The Code
In this example, the Perl
script will use Acrobat to read annotation (e.g., sticky notes) data
from the currently open PDF. The script will format this data using
HTML and then output it to stdout.
Copy the script in into a file named
SummarizeComments.pl.
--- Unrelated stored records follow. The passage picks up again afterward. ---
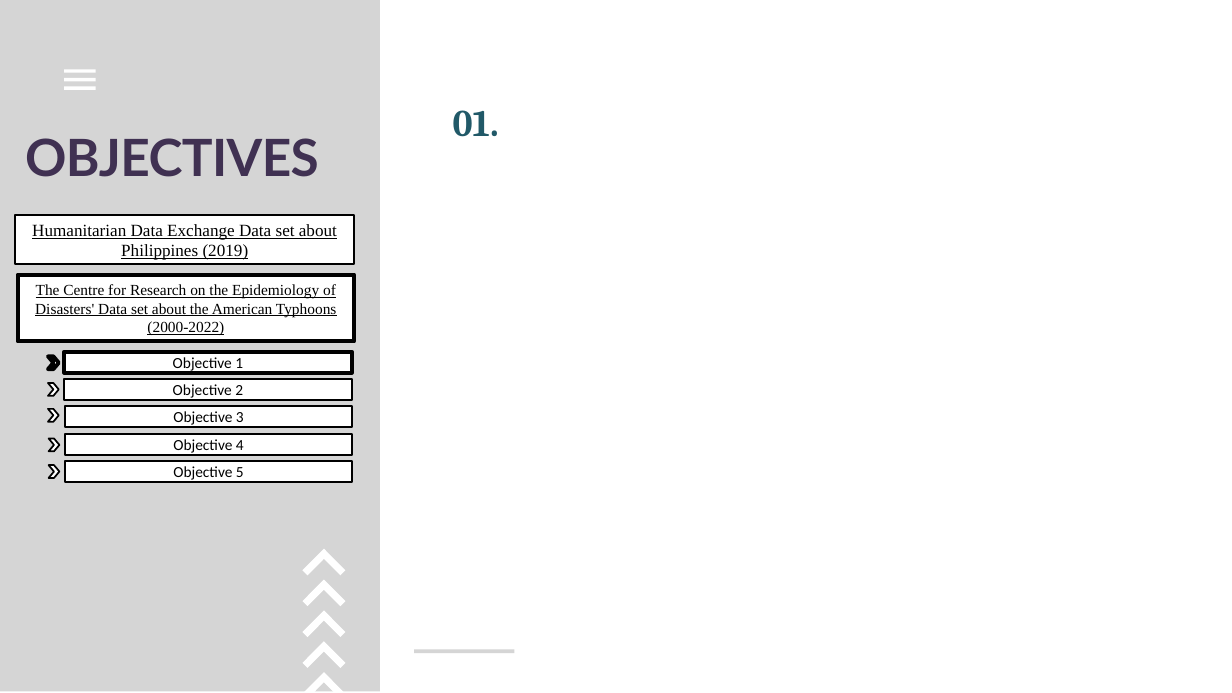
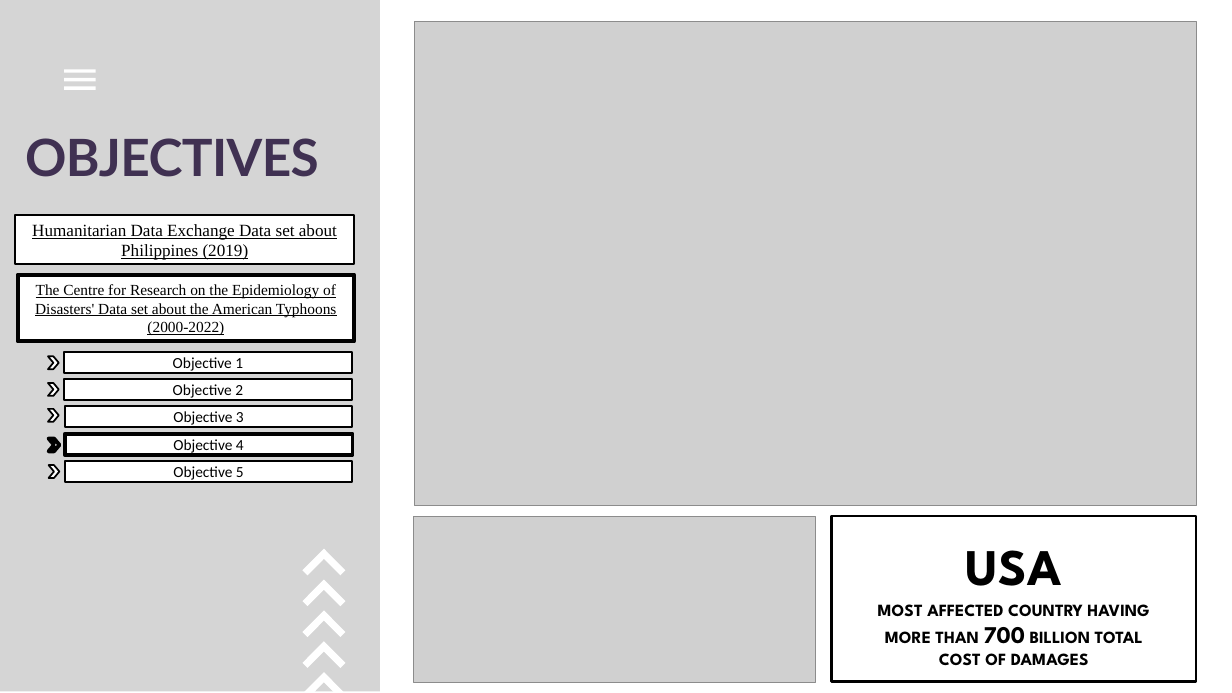
Before and after one commit to GEA960/ITBA-3207_TeamTyphoonAnalysts, a slide deck: slide 19 of Final PPT presentation.pptx (slide 16 before the commit). Drawn at 1232x693 pixels with LibreOffice and Linux fonts; fonts in the diff are those of the drawing; grey boxes stand for pictures. Boxes give left, top, right and bottom in pixels: in the first picture for what was removed or moved away, otherwise in the second. Text is boxed around its words. In the diff, an @@ line names an element or a change of style, - is before the commit and + after.

```diff
--- a/Final PPT presentation.pptx
+++ b/Final PPT presentation.pptx
@@ picture added at box(414, 21, 1196, 506) @@
@@ title removed at box(453, 110, 499, 137) @@
-01.
@@ chevron at box(48, 356, 59, 369): outline #000000 4.5 pt to #000000 2 pt @@
@@ chevron at box(49, 439, 60, 452): outline #000000 2 pt to #000000 4.5 pt @@
@@ picture added at box(413, 516, 816, 682) @@
@@ rectangle added at box(832, 516, 1196, 682), fill #FFFFFF, outline #000000 3 pt @@
@@ text added at box(966, 550, 1062, 586), 60 pt, text #000000, bold @@
+USA
@@ text added at box(878, 604, 1149, 666), 20 pt, text #000000, bold @@
+MOST AFFECTED COUNTRY HAVING MORE THAN 700 BILLION TOTAL COST OF DAMAGES
```
Also in this commit, not shown: 5 other slides changed, 6 slides removed.

You can download this code
from http://www.pdfhacks.com/summarize/.
Example 1. Perl code for summarizing comments
# SummarizeComments.pl ver. 1.0
use strict;
use Win32::OLE;
my $app = Win32::OLE->new("AcroExch.App");
if( 0< $app->GetNumAVDocs ) { # a PDF is open in Acrobat
# open the HTML document
print "<html>\n<head>\n<title>PDF Comments Summary</title>\n</head>\n<body>\n";
my $found_notes_b= 0;
# get the active PDF and drill down to its PDDoc
my $avdoc= $app->GetActiveDoc;
my $pddoc= $avdoc->GetPDDoc;
# iterate over pages
my $num_pages= $pddoc->GetNumPages;
for( my $ii= 0; $ii< $num_pages; ++$ii ) {
my $pdpage= $pddoc->AcquirePage( $ii );
if( $pdpage ) {
# interate over annotations (e.g., sticky notes)
my $page_head_b= 0;
my $num_annots= $pdpage->GetNumAnnots;
for( my $jj= 0; $jj< $num_annots; ++$jj ) {
my $annot= $pdpage->GetAnnot( $jj );
# Pop-up annots give us duplicate contents
if( $annot->GetContents ne '' and
$annot->GetSubtype ne 'Popup' ) {
if( !$page_head_b ) { # output the page number
print "<h2>Page: " . ($ii+ 1) . "</h2>\n";
$page_head_b= 1;
}
# output the annotation title and format it a little
print "<p><i>" . $annot->GetTitle . "</i></p>\n";
# output the note text; replace carriage returns
# with paragraph breaks
my $comment= $annot->GetContents;
$comment =~ s/\r/<\/p>\n<p>/g;
print "<p>" . $comment . "</p>\n";
$found_notes_b= 1;
}
}
}
}
if( !$found_notes_b ) {
print "<h3>No Notes Found in PDF</h3>\n";
}
# close the HTML document
print "</body>\n</html>\n";
}